I sometimes think of my brain's "idea center" as like those hopper things they use to select lottery numbers, the ones where the balls pop around like popcorn until one comes flying out. I have all these ideas or idea fragments flying around in my head. Every so often one comes to the surface, where I play with it a bit and develop it a bit more, and then it goes back into the hopper. Sometimes two ideas will collide and merge into a bigger idea. When it's time to write the book, the idea will come flying out of the hopper like a winning lottery number. For instance, when I first came up with the idea for my series, what struck me was the thought "Bridget Jones meets Harry Potter" because I wanted something with the magic of the Harry Potter series, but in a more adult setting, with the working world instead of school. That was all I had for a while. One day when I was playing with the idea, I thought it would need to take place in New York. I had another idea fragment in my head that was inspired by my first trip to New York and the way I responded to the city, with the sense of being a small-town southern girl in the city. That seemed to fit this idea. Then later I was thinking that my small-town girl would have to learn about magic somehow. The standard fantasy plot is that she would discover she had magical powers, but I thought that was kind of a cliche and it would be more interesting to maybe go the opposite direction and have magic not affect her at all. Still more facets of the idea came to me when I started doing research, and then more when I was discussing the idea with an editor. It's one of the best ideas I've ever had, but the initial idea took a lot more development before it could become a book, and it was more than a year and a half from the time I got the initial idea to the time I started writing the book.

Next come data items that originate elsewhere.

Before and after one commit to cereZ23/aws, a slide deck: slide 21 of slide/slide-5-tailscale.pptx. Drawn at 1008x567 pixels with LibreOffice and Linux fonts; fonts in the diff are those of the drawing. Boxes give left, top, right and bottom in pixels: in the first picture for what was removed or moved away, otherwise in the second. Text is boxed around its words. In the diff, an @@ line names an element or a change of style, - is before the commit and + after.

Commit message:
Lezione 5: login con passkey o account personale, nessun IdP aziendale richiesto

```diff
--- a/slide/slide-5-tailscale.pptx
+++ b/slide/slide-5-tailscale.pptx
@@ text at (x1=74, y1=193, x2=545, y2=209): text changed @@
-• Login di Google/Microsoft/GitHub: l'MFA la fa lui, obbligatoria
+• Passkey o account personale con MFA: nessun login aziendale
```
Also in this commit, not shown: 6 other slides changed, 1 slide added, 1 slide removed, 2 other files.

So I guess the bottom-line answer is that there's no sure-fire way to know an idea is good without doing quite a bit of work. In general, I'd say the best ideas are the ones that excite you because then you'll be willing -- even eager -- to do the work that it takes to develop them to their maximum potential and you'll be excited enough about the idea to stick with it until you've turned it into a book. You probably have something if either you're willing to spend a year thinking about the idea or if you can't wait to start writing it -- and then actually finish it instead of losing interest. That's the real acid test of an idea for me, if I start writing it and then find myself not caring all that much.

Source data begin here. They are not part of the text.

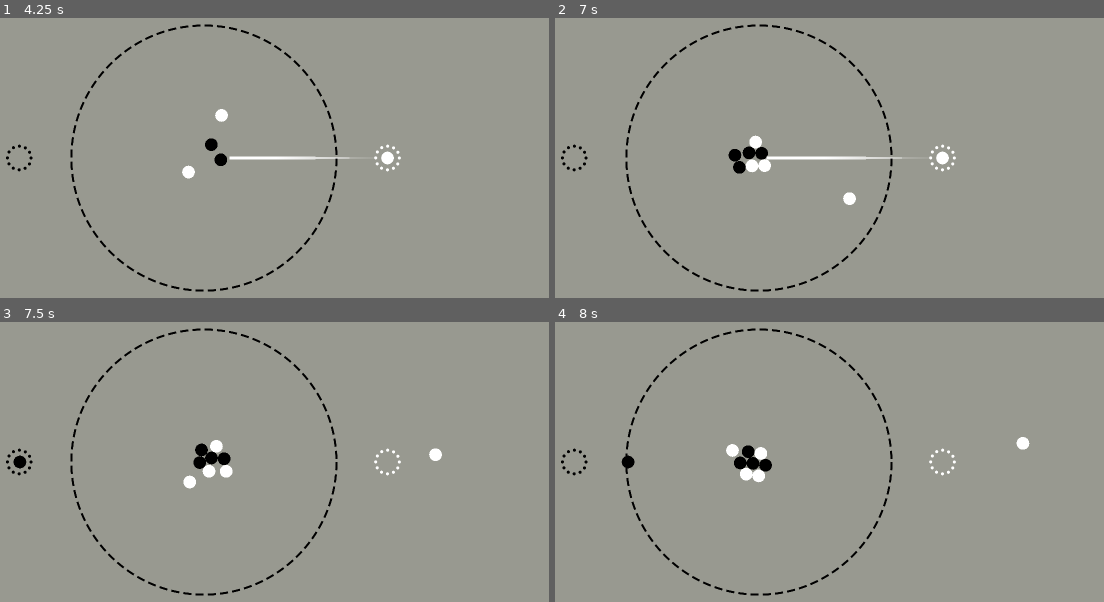
Above: before the commit, frames 1-4 (two rows, left to right).
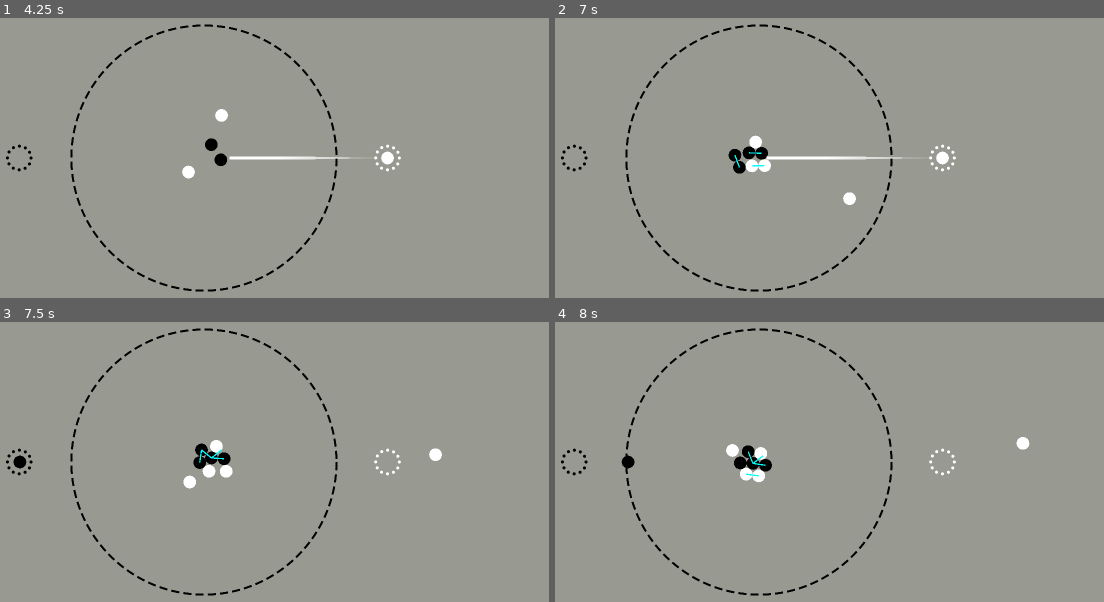
Above: after the commit, the same moments.

Repository: aeriab/Orbital_Go
Game: Godot game, scene res://game/game.tscn
Two runs of this game, one before a commit and one after it. Both use one fixed random seed, a clock stepped at 60 frames per second and the inputs below.
Inputs (mouse positions are in pixels of both pictures, inside the frame that each line leads up to):
- Up to frame 1 (4.25 s): tap Enter at 0.5 s; move the mouse to (378, 135) at 0.52 s; press the mouse at (378, 135) at 0.53 s; tap Space at 1.25 s; move the mouse to (43, 180) at 1.27 s; release the mouse at (43, 180) at 1.28 s; click (43, 180) at 1.35 s; move the mouse to (285, 60) at 2.02 s; press the mouse at (285, 60) at 2.03 s; move the mouse to (164, 247) at 2.77 s; release the mouse at (164, 247) at 2.78 s; click (164, 247) at 2.85 s; move the mouse to (444, 225) at 3.52 s; press the mouse at (444, 225) at 3.53 s
- Up to frame 2 (7 s): move the mouse to (outside the picture) at 4.27 s; release the mouse at (outside the picture) at 4.28 s; click (outside the picture) at 4.35 s; move the mouse to (796, 158) at 5.02 s; press the mouse at (796, 158) at 5.03 s; move the mouse to (637, 46) at 5.77 s; release the mouse at (637, 46) at 5.78 s; click (637, 46) at 5.85 s; move the mouse to (933, 135) at 6.52 s; press the mouse at (933, 135) at 6.53 s
- Up to frame 3 (7.5 s): move the mouse to (43, 484) at 7.27 s; release the mouse at (43, 484) at 7.28 s; click (43, 484) at 7.35 s
- Up to frame 4 (8 s): no input

Frame 1 is identical in both runs. In frame 2, less than 0.1% of the frame differs, in the area x 32-39%, y 47-54%; in frame 3, less than 0.1%, in the area x 36-41%, y 45-51%; in frame 4, less than 0.1%.
Error before the commit: Invalid call. Nonexistent function 'register_stone' in base 'Node (StoneManager.gd)'. (res://ball_piece/ball_piece.gd:35)
Error after the commit: Invalid call. Nonexistent function 'on_capture_detected' in base 'Node (StoneManager.gd)'. (res://ball_piece/ball_piece.gd:68)

Commit message:
Halfway through rebuild union find method

Diff:
--- a/autoloads/StoneManager.gd
+++ b/autoloads/StoneManager.gd
@@ -1,4 +1,102 @@
+# StoneManager.gd — Autoload Singleton
 extends Node
+
+# --- Union-Find Data ---
+# parent[stone] = the stone one step "above" it in the group tree.
+# When parent[stone] == stone, that stone is the root (leader) of its group.
+var parent: Dictionary = {}
+
+# rank[stone] = approximate depth of the tree beneath this stone.
+# Used to keep the tree flat — we always attach the shorter tree
+# under the taller one so find() stays fast.
+var rank: Dictionary = {}
+
+# --- Registration ---
+# Called from Stone._ready(). Creates a new one-element group.
+# The stone is its own parent (points to itself) with rank 0.
+func register_stone(stone: Stone) -> void:
+	parent[stone] = stone
+	rank[stone] = 0
+
+func unregister_stone(stone: Stone) -> void:
+	parent.erase(stone)
+	rank.erase(stone)
+
+# --- Find (with path compression) ---
+# Follow parent pointers until we hit a root (a stone whose parent is itself).
+#
+# PATH COMPRESSION is the trick that makes this fast:
+# After we find the root, we point every stone we visited
+# directly at the root. So next time, find() is instant.
+#
+# Before compression:  D -> C -> B -> A (root)
+# After compression:   D -> A, C -> A, B -> A
+#
+# This is what takes Union-Find from O(log n) to effectively O(1).
+func find(stone: Stone) -> Stone:
+#	Base case: if stone is its own parent, it's the root
+	if parent[stone] != stone:
+#		Recursive call - find the true root
+		parent[stone] = find(parent[stone])
+	return parent[stone]
+
+
+# --- Union (by rank) ---
+# Merge the groups containing stone_a and stone_b.
+#
+# UNION BY RANK: we attach the shorter tree under the taller one.
+# This keeps trees shallow, which keeps find() fast.
+# If both trees are the same height, we pick one and bump its rank.
+func union(stone_a: Stone, stone_b: Stone) -> void:
+	var root_a = find(stone_a)
+	var root_b = find(stone_b)
+
+#	Safety check, shouldn't be calling if this is the case
+	if root_a == root_b:
+		return
+
+#	Attach smaller tree under larger tree
+	if rank[root_a] < rank[root_b]:
+		parent[root_a] = root_b
+	elif rank[root_a] > rank[root_b]:
+		parent[root_b] = root_a
+	else:
+		parent[root_b] = root_a
+		rank[root_a] += 1
+
+
+
+# --- Rebuild ---
+# Called when a connection BREAKS (body_exited).
+# Union-Find can't split groups, so we rebuild from scratch.
+#
+# This sounds scary but here's what actually happens:
+# 1. Reset every stone to be its own group
+# 2. Walk through every existing connection
+# 3. Re-union them
+#
+# With 200 stones and ~400 connections, this is maybe
+# 800 find() calls — each nearly O(1). Sub-millisecond.
+func rebuild_union_find() -> void:
+	for stone in parent.keys():
+		if is_instance_valid(stone):
+			parent[stone] = stone
+			rank[stone] = 0
+		else:
+			parent.erase(stone)
+			rank.erase(stone)
+
+	# Step 2: Walk every stone's connections and re-union
+	# We track which pairs we've already processed so we
+	# don't double-union (since connections are bidirectional)
+	var processed: Dictionary = {}
+
+
+
+
+
+
+
 
 func check_for_capture(stone: Stone) -> void:
 #	find all possible loops this stone is part of

Something else to consider is how unique and marketable your idea is. Take a look at the appropriate section of the bookstore, browse Amazon, do a Google search or follow the deal reports at Publisher's Marketplace to see if there's anything on the market that sounds like your idea. But don't get too excited about your idea being either too similar to existing books or totally unique. As long as your story isn't exactly like something else, especially something recent and famous, it's mostly about execution, and a really interesting take on even a tired subject can be successful. At the same time, if there's absolutely nothing like it out there, that could be a sign that there's no market for that thing. On the other hand, you could start the trend. The important thing to find out is whether or not there's something too similar on many levels, how recent it was and how successful it was. Something that bears a striking similarity in too many ways to something recent and famous or to something that just about every publisher has already published their version of probably won't be very marketable at this time. Ditto with something along the lines of something that recently bombed spectacularly (but give it time, things will come back around). The most marketable concepts are those that put a new twist on something familiar that is currently successful, but don't get too hung up on how marketable an idea is if it's really haunting you because you never know, and it really is mostly about the execution.

It would be nice, though, if there were some kind of idea-vetting flow chart or Internet quiz that could tell you right away whether or not the idea was a good one. I've gone so far as to write a whole book proposal before realizing that the idea was fundamentally flawed (and that I didn't care what happened to any of the characters).

Now, any more questions about writing?